Dat heeft minister Slob (Onderwijs) onlangs geantwoord op Kamervragen van de VVD over de Gomarus scholengemeenschap in Gorinchem.
De liberale Kamerleden Heerema en Yeşilgöz-Zegerius wilden van de minister weten of de visie van die school dat seksualiteit thuishoort binnen een huwelijk tussen één man en één vrouw overeenkomt met de nieuwe burgerschapswet.

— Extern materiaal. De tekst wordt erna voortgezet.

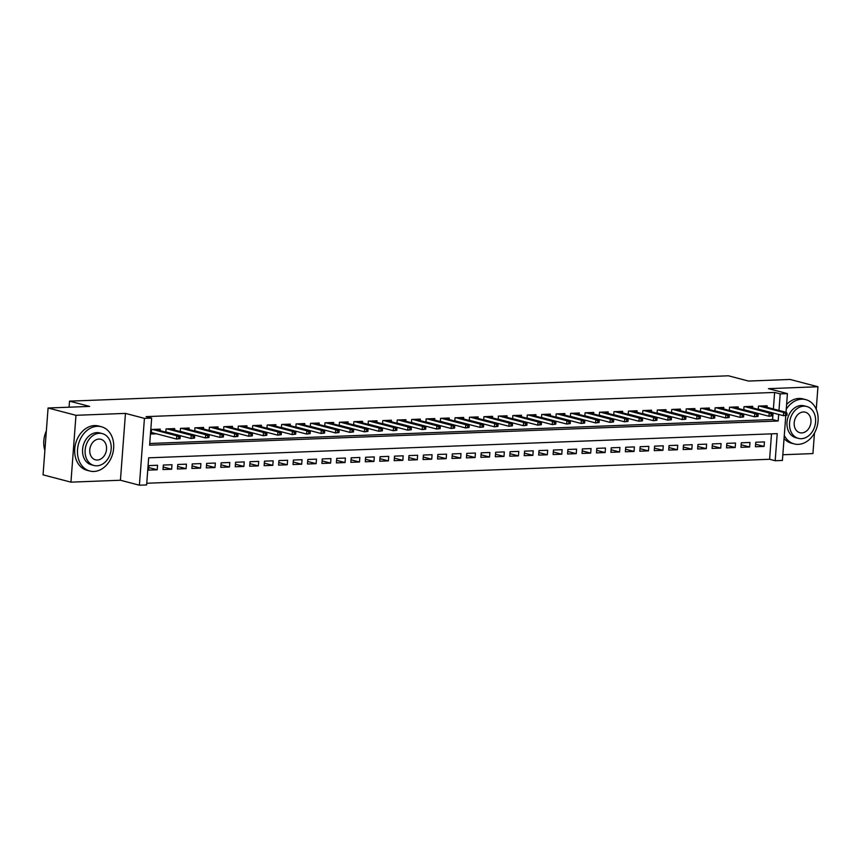 <?xml version="1.0" encoding="UTF-8"?>
<svg xmlns="http://www.w3.org/2000/svg" width="861" height="861" viewBox="0 0 861 861"><rect width="100%" height="100%" fill="white"/><g stroke="black" fill="none" stroke-linecap="round" stroke-linejoin="round"><path stroke-width="1.29" d="M785.781 415.605L782.401 460.452L775.18 460.732L777.214 433.632L148.673 457.826L146.628 484.926L139.407 485.206L144.433 418.36L151.654 418.08L149.62 445.18L778.172 420.997L778.656 414.442M120.432 480.244L125.458 413.398L75.972 415.303L48.076 408.006L43.05 474.852L70.946 482.149L120.432 480.244L139.407 485.206M782.832 454.748L812.924 453.586L814.463 433.051M146.757 483.247L769.605 459.279L775.18 460.732M75.972 415.303L70.946 482.149M816.25 409.298L817.95 386.75L768.464 388.655L787.428 393.617L786.028 412.279M48.076 408.006L89.619 406.414L69.537 401.151L728.428 375.794L748.51 381.057L790.054 379.453L817.95 386.75M160.146 430.661L160.264 429.144L151.59 429.478L151.256 433.987L156.444 433.793M174.6 430.113L174.718 428.584L166.044 428.918L165.807 432.147M189.054 429.553L189.162 428.025L180.498 428.358L180.25 431.587M203.497 428.993L203.616 427.476L194.941 427.809L194.704 431.027M217.951 428.444L218.059 426.916L209.395 427.25L209.148 430.478M232.395 427.885L232.513 426.356L223.838 426.69L223.602 429.919M246.849 427.325L246.956 425.797L238.293 426.141L238.045 429.359M261.292 426.776L261.41 425.248L252.736 425.582L252.499 428.81M275.746 426.217L275.864 424.688L267.19 425.022L266.953 428.251M290.2 425.657L290.308 424.129L281.644 424.462L281.396 427.691M304.643 425.108L304.762 423.58L296.087 423.913L295.85 427.142M319.097 424.548L319.205 423.02L310.541 423.354L310.294 426.582M333.541 423.989L333.659 422.46L324.984 422.794L324.748 426.023M347.995 423.44L348.102 421.912L339.438 422.245L339.191 425.474M362.438 422.88L362.556 421.352L353.882 421.686L353.645 424.914M376.892 422.32L377.01 420.792L368.336 421.126L368.099 424.355M391.335 421.772L391.454 420.243L382.79 420.577L382.542 423.806M405.789 421.212L405.908 419.684L397.233 420.017L396.996 423.246M420.243 420.652L420.351 419.124L411.687 419.458L411.44 422.686M434.687 420.103L434.805 418.575L426.13 418.909L425.894 422.138M449.141 419.544L449.248 418.015L440.584 418.349L440.337 421.578M463.584 418.984L463.702 417.456L455.028 417.789L454.791 421.018M478.038 418.435L478.156 416.907L469.482 417.241L469.234 420.469M492.481 417.876L492.6 416.347L483.936 416.681L483.688 419.91M506.935 417.316L507.054 415.788L498.379 416.121L498.142 419.35M521.389 416.756L521.497 415.239L512.833 415.572L512.586 418.801M535.833 416.207L535.951 414.679L527.276 415.013L527.04 418.242M550.287 415.648L550.394 414.119L541.73 414.453L541.483 417.682M564.73 415.088L564.848 413.571L556.174 413.904L555.937 417.133M579.184 414.539L579.302 413.011L570.628 413.345L570.38 416.573M593.627 413.98L593.746 412.451L585.082 412.785L584.834 416.014M608.081 413.42L608.2 411.902L599.525 412.236L599.288 415.465M622.535 412.871L622.643 411.343L613.979 411.676L613.732 414.905M636.979 412.311L637.097 410.783L628.422 411.117L628.186 414.345M651.433 411.752L651.54 410.234L642.876 410.568L642.629 413.797M665.876 411.203L665.994 409.675L657.32 410.008L657.083 413.237M680.33 410.643L680.448 409.115L671.774 409.449L671.526 412.677M694.773 410.084L694.892 408.566L686.228 408.9L685.98 412.118M709.227 409.535L709.346 408.006L700.671 408.34L700.434 411.569M723.681 408.975L723.789 407.447L715.125 407.78L714.878 411.009M738.125 408.415L738.243 406.898L729.568 407.231L729.332 410.449M752.579 407.866L752.686 406.338L744.022 406.672L743.775 409.901M755.603 444.211L764.084 446.428L755.409 446.762L755.754 442.242L764.428 441.908L764.084 446.428M741.16 444.771L749.63 446.988L740.966 447.322L741.299 442.802L749.974 442.468L749.63 446.988M726.706 445.32L735.186 447.537L726.512 447.871L726.856 443.361L735.52 443.028L735.186 447.537M712.262 445.88L720.732 448.097L712.069 448.43L712.402 443.91L721.077 443.576L720.732 448.097M697.808 446.439L706.289 448.656L697.614 448.99L697.959 444.47L706.623 444.136L706.289 448.656M683.354 446.988L691.835 449.205L683.171 449.539L683.505 445.029L692.179 444.696L691.835 449.205M668.911 447.548L677.392 449.765L668.717 450.099L669.062 445.578L677.725 445.245L677.392 449.765M654.457 448.107L662.938 450.325L654.263 450.658L654.608 446.138L663.282 445.804L662.938 450.325M640.014 448.656L648.484 450.873L639.82 451.207L640.153 446.698L648.828 446.364L648.484 450.873M625.56 449.216L634.04 451.433L625.366 451.767L625.71 447.246L634.374 446.913L634.04 451.433M611.116 449.776L619.586 451.993L610.923 452.326L611.256 447.806L619.931 447.472L619.586 451.993M596.662 450.325L605.143 452.542L596.469 452.875L596.813 448.366L605.477 448.032L605.143 452.542M582.208 450.884L590.689 453.101L582.025 453.435L582.359 448.915L591.033 448.581L590.689 453.101M567.765 451.444L576.246 453.661L567.571 453.995L567.916 449.474L576.579 449.141L576.246 453.661M553.311 451.993L561.792 454.21L553.117 454.543L553.462 450.034L562.136 449.7L561.792 454.21M538.868 452.552L547.338 454.769L538.674 455.103L539.008 450.583L547.682 450.249L547.338 454.769M524.414 453.112L532.894 455.329L524.22 455.663L524.564 451.142L533.228 450.809L532.894 455.329M509.97 453.661L518.44 455.878L509.777 456.212L510.11 451.702L518.785 451.368L518.44 455.878M495.516 454.221L503.997 456.438L495.323 456.771L495.667 452.251L504.331 451.917L503.997 456.438M481.062 454.78L489.543 456.997L480.879 457.331L481.213 452.811L489.887 452.477L489.543 456.997M466.619 455.329L475.1 457.546L466.425 457.88L466.77 453.37L475.433 453.037L475.1 457.546M452.165 455.889L460.646 458.106L451.982 458.439L452.316 453.919L460.99 453.586L460.646 458.106M437.722 456.448L446.192 458.665L437.528 458.999L437.862 454.479L446.536 454.145L446.192 458.665M423.268 456.997L431.748 459.214L423.074 459.548L423.418 455.038L432.082 454.705L431.748 459.214M408.824 457.557L417.294 459.774L408.631 460.108L408.964 455.587L417.639 455.254L417.294 459.774M394.37 458.117L402.851 460.334L394.177 460.667L394.521 456.147L403.185 455.813L402.851 460.334M379.916 458.665L388.397 460.883L379.733 461.216L380.067 456.707L388.741 456.373L388.397 460.883M365.473 459.225L373.954 461.442L365.279 461.776L365.624 457.256L374.287 456.922L373.954 461.442M351.019 459.785L359.5 462.002L350.836 462.335L351.17 457.815L359.844 457.482L359.5 462.002M336.576 460.334L345.046 462.551L336.382 462.884L336.716 458.375L345.39 458.041L345.046 462.551M322.122 460.893L330.602 463.11L321.928 463.444L322.272 458.924L330.936 458.59L330.602 463.11M307.678 461.453L316.148 463.67L307.485 464.004L307.818 459.483L316.493 459.15L316.148 463.67M293.224 462.002L301.705 464.219L293.031 464.553L293.375 460.043L302.039 459.709L301.705 464.219M278.77 462.561L287.251 464.779L278.587 465.112L278.921 460.592L287.596 460.258L287.251 464.779M264.327 463.121L272.808 465.338L264.133 465.672L264.478 461.152L273.141 460.818L272.808 465.338M249.873 463.67L258.354 465.887L249.69 466.221L250.024 461.711L258.698 461.378L258.354 465.887M235.43 464.23L243.9 466.447L235.236 466.78L235.58 462.26L244.244 461.926L243.9 466.447M220.976 464.789L229.456 467.006L220.782 467.34L221.126 462.82L229.79 462.486L229.456 467.006M206.532 465.338L215.002 467.555L206.339 467.889L206.672 463.379L215.347 463.046L215.002 467.555M192.078 465.898L200.559 468.115L191.885 468.449L192.229 463.928L200.893 463.595L200.559 468.115M177.635 466.458L186.105 468.675L177.441 469.008L177.775 464.488L186.45 464.154L186.105 468.675M163.181 467.006L171.662 469.223L162.987 469.557L163.332 465.048L171.996 464.714L171.662 469.223M769.605 459.279L771.51 433.858M157.552 465.263L148.878 465.597L148.544 470.117L157.208 469.783L157.552 465.263M773.382 408.975L774.631 392.433L146.079 416.627L151.654 418.08M149.749 443.501L772.586 419.533L773.081 412.989M767.022 407.307L767.14 405.779L758.466 406.112L758.229 409.341M762.512 410.46L763.309 410.428M748.069 411.02L748.866 410.988M733.615 411.58L734.411 411.547M719.172 412.128L719.968 412.096M704.718 412.688L705.514 412.656M690.264 413.248L691.071 413.215M675.82 413.797L676.617 413.775M661.366 414.356L662.163 414.324M646.923 414.916L647.72 414.884M632.469 415.465L633.265 415.443M618.026 416.024L618.822 415.992M603.572 416.584L604.368 416.552M589.118 417.133L589.925 417.111M574.674 417.693L575.471 417.66M560.22 418.252L561.017 418.22M545.777 418.801L546.574 418.78M531.323 419.361L532.12 419.329M516.88 419.92L517.676 419.888M502.426 420.469L503.222 420.448M487.972 421.029L488.779 420.997M473.528 421.589L474.325 421.556M459.074 422.138L459.871 422.116M444.631 422.697L445.428 422.665M430.177 423.257L430.974 423.225M415.734 423.806L416.53 423.784M401.28 424.365L402.076 424.333M386.826 424.925L387.633 424.893M372.382 425.474L373.179 425.452M357.928 426.034L358.725 426.001M343.485 426.593L344.282 426.561M329.031 427.142L329.828 427.121M314.588 427.702L315.384 427.669M300.134 428.261L300.93 428.229M285.68 428.81L286.487 428.789M271.237 429.37L272.033 429.338M256.782 429.93L257.59 429.897M242.339 430.478L243.136 430.457M227.885 431.038L228.682 431.006M213.442 431.598L214.238 431.565M198.988 432.147L199.784 432.125M184.534 432.706L185.341 432.674M170.091 433.266L170.887 433.234M69.537 401.151L69.074 407.199M125.458 413.398L144.433 418.36M774.631 392.433L780.206 393.897L787.428 393.617M778.968 410.428L780.206 393.897M772.586 419.533L778.172 420.997M148.727 467.566L157.208 469.783M786.943 415.271L787.083 413.463L785.641 413.517L785.501 415.325L786.943 415.271L783.424 415.691L783.661 412.441L759.359 406.08M785.501 415.325L783.424 415.691L758.25 409.104M785.641 413.517L783.661 412.441L786.265 412.344L761.953 405.983M787.083 413.463L786.265 412.344M784.285 435.408A22.881 17.769 104.7 0 0 794.208 443.91A22.881 17.769 104.7 0 0 798.298 444.351A22.881 17.769 104.7 0 0 817.746 423.687A22.881 17.769 104.7 0 0 805.788 399.633A22.881 17.769 104.7 0 0 801.699 399.192A22.881 17.769 104.7 0 0 786.254 409.266M805.788 399.633L803.001 398.901A22.881 17.769 104.7 0 0 798.911 398.46A22.881 17.769 104.7 0 0 786.61 404.487M798.395 438.378L795.833 437.711A16.477 12.797 -75.3 0 1 787.223 420.394A16.477 12.797 -75.3 0 1 801.225 405.509A16.477 12.797 -75.3 0 1 804.174 405.832L806.735 406.5A16.477 12.797 104.7 0 0 803.787 406.177A16.477 12.797 104.7 0 0 789.795 421.061A16.477 12.797 104.7 0 0 798.395 438.378A16.477 12.797 104.7 0 0 801.343 438.701A16.477 12.797 104.7 0 0 815.345 423.816A16.477 12.797 104.7 0 0 806.735 406.5M803.356 411.967A10.623 8.244 104.7 0 0 794.337 421.556A10.623 8.244 104.7 0 0 799.88 432.717A10.623 8.244 104.7 0 0 801.785 432.922A10.623 8.244 104.7 0 0 810.804 423.332A10.623 8.244 104.7 0 0 805.25 412.171A10.623 8.244 104.7 0 0 803.356 411.967M784.059 438.507A22.881 17.769 104.7 0 0 791.42 443.178L794.208 443.91M93.892 471.462A22.881 17.769 104.7 0 0 113.34 450.787A22.881 17.769 104.7 0 0 101.383 426.744A22.881 17.769 104.7 0 0 97.293 426.303A22.881 17.769 104.7 0 0 77.845 446.967A22.881 17.769 104.7 0 0 89.802 471.021A22.881 17.769 104.7 0 0 93.892 471.462M101.383 426.744L98.595 426.012A22.881 17.769 104.7 0 0 94.506 425.571A22.881 17.769 104.7 0 0 75.058 446.235A22.881 17.769 104.7 0 0 87.015 470.289L89.802 471.021M93.989 465.489L91.427 464.822A16.477 12.797 -75.3 0 1 82.817 447.505A16.477 12.797 -75.3 0 1 96.819 432.62A16.477 12.797 -75.3 0 1 99.758 432.932L102.33 433.61A16.477 12.797 104.7 0 0 99.381 433.287A16.477 12.797 104.7 0 0 85.379 448.172A16.477 12.797 104.7 0 0 93.989 465.489A16.477 12.797 104.7 0 0 96.938 465.812A16.477 12.797 104.7 0 0 110.94 450.927A16.477 12.797 104.7 0 0 102.33 433.61M98.95 439.067A10.623 8.244 104.7 0 0 89.921 448.656A10.623 8.244 104.7 0 0 95.474 459.817A10.623 8.244 104.7 0 0 97.368 460.022A10.623 8.244 104.7 0 0 106.387 450.432A10.623 8.244 104.7 0 0 100.845 439.271A10.623 8.244 104.7 0 0 98.95 439.067M46.354 430.898A22.881 17.769 104.7 0 0 44.88 450.486M772.5 415.831L772.629 414.023L771.187 414.076L771.058 415.885L772.5 415.831L768.97 416.25L769.217 413L744.905 406.64M771.058 415.885L768.97 416.25L743.796 409.664M771.187 414.076L769.217 413L771.811 412.893L747.509 406.543M772.629 414.023L771.811 412.893M758.046 416.38L758.186 414.582L756.744 414.636L756.604 416.444L758.046 416.38L754.516 416.799L754.763 413.549L730.462 407.199M756.604 416.444L754.516 416.799L729.342 410.223M756.744 414.636L754.763 413.549L757.368 413.452L733.055 407.092M758.186 414.582L757.368 413.452M743.603 416.939L743.732 415.131L742.29 415.185L742.15 416.993L743.603 416.939L740.073 417.359L740.32 414.109L716.008 407.748M742.15 416.993L740.073 417.359L714.899 410.772M742.29 415.185L740.32 414.109L742.914 414.012L718.612 407.651M743.732 415.131L742.914 414.012M729.149 417.499L729.289 415.691L727.836 415.745L727.706 417.553L729.149 417.499L725.619 417.919L725.866 414.668L701.554 408.308M727.706 417.553L725.619 417.919L700.445 411.332M727.836 415.745L725.866 414.668L728.471 414.561L704.158 408.211M729.289 415.691L728.471 414.561M714.695 418.048L714.834 416.25L713.392 416.304L713.252 418.112L714.695 418.048L711.175 418.468L711.412 415.217L687.11 408.867M713.252 418.112L711.175 418.468L686.002 411.892M713.392 416.304L711.412 415.217L714.017 415.12L689.715 408.76M714.834 416.25L714.017 415.12M700.251 418.607L700.391 416.799L698.938 416.853L698.809 418.661L700.251 418.607L696.721 419.027L696.969 415.777L672.656 409.416M698.809 418.661L696.721 419.027L671.548 412.441M698.938 416.853L696.969 415.777L699.562 415.68L675.261 409.319M700.391 416.799L699.562 415.68M685.797 419.167L685.937 417.359L684.495 417.413L684.355 419.221L685.797 419.167L682.278 419.587L682.515 416.337L658.213 409.976M684.355 419.221L682.278 419.587L657.104 413M684.495 417.413L682.515 416.337L685.119 416.229L660.807 409.879M685.937 417.359L685.119 416.229M671.354 419.716L671.483 417.919L670.041 417.972L669.912 419.781L671.354 419.716L667.824 420.136L668.071 416.885L643.759 410.536M669.912 419.781L667.824 420.136L642.65 413.56M670.041 417.972L668.071 416.885L670.665 416.789L646.363 410.428M671.483 417.919L670.665 416.789M656.9 420.276L657.04 418.468L655.598 418.521L655.458 420.329L656.9 420.276L653.37 420.695L653.617 417.445L629.316 411.084M655.458 420.329L653.37 420.695L628.196 414.109M655.598 418.521L653.617 417.445L656.222 417.348L631.909 410.988M657.04 418.468L656.222 417.348M642.457 420.835L642.586 419.027L641.144 419.081L641.004 420.889L642.457 420.835L638.927 421.255L639.174 418.005L614.862 411.644M641.004 420.889L638.927 421.255L613.753 414.668M641.144 419.081L639.174 418.005L641.768 417.897L617.466 411.547M642.586 419.027L641.768 417.897M628.003 421.384L628.143 419.587L626.69 419.641L626.56 421.449L628.003 421.384L624.473 421.804L624.72 418.554L600.408 412.204M626.56 421.449L624.473 421.804L599.299 415.228M626.69 419.641L624.72 418.554L627.325 418.457L603.012 412.096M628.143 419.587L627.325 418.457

Slob schrijft dat die wet het bevoegd gezag verplicht ‘zorg te dragen voor een schoolcultuur in overeenstemming met de basiswaarden en voor een omgeving waarin leerlingen en personeel zich veilig en geaccepteerd weten, ongeacht onder andere verschillen in seksuele gerichtheid.’
Door de wet komt de lat voor scholen ‘dus hoger te liggen’, vervolgt de bewindsman. ‘Zodra dit wetsvoorstel in werking is getreden zal de inspectie kunnen toetsen aan deze nieuwe wettelijke norm.’ De Eerste Kamer debatteert op 8 juni over de burgerschapswet. Als die daar wordt aangenomen, treedt de wet met ingang van het nieuwe schooljaar in werking.
Context
‘In het algemeen geldt dat een school, alleen door het huwelijk aan man en vrouw voorbehouden te achten, niet noodzakelijkerwijs in strijd handelt met de nieuwe burgerschapsopdracht’, aldus Slob. De inspectie zal voor de beoordeling van de schoolcultuur de gehele context meewegen. ‘De visie van een school, en de wijze hoe deze tot uiting komt in de onderwijspraktijk, zijn hier onderdeel van.’
Deze schoolcultuur – gaat hij verder – moet in overeenstemming zijn met de basiswaarden, basiswaarden dienen bevorderd te worden middels het onderwijs en leerlingen en personeel moeten zich veilig en geaccepteerd weten in de school.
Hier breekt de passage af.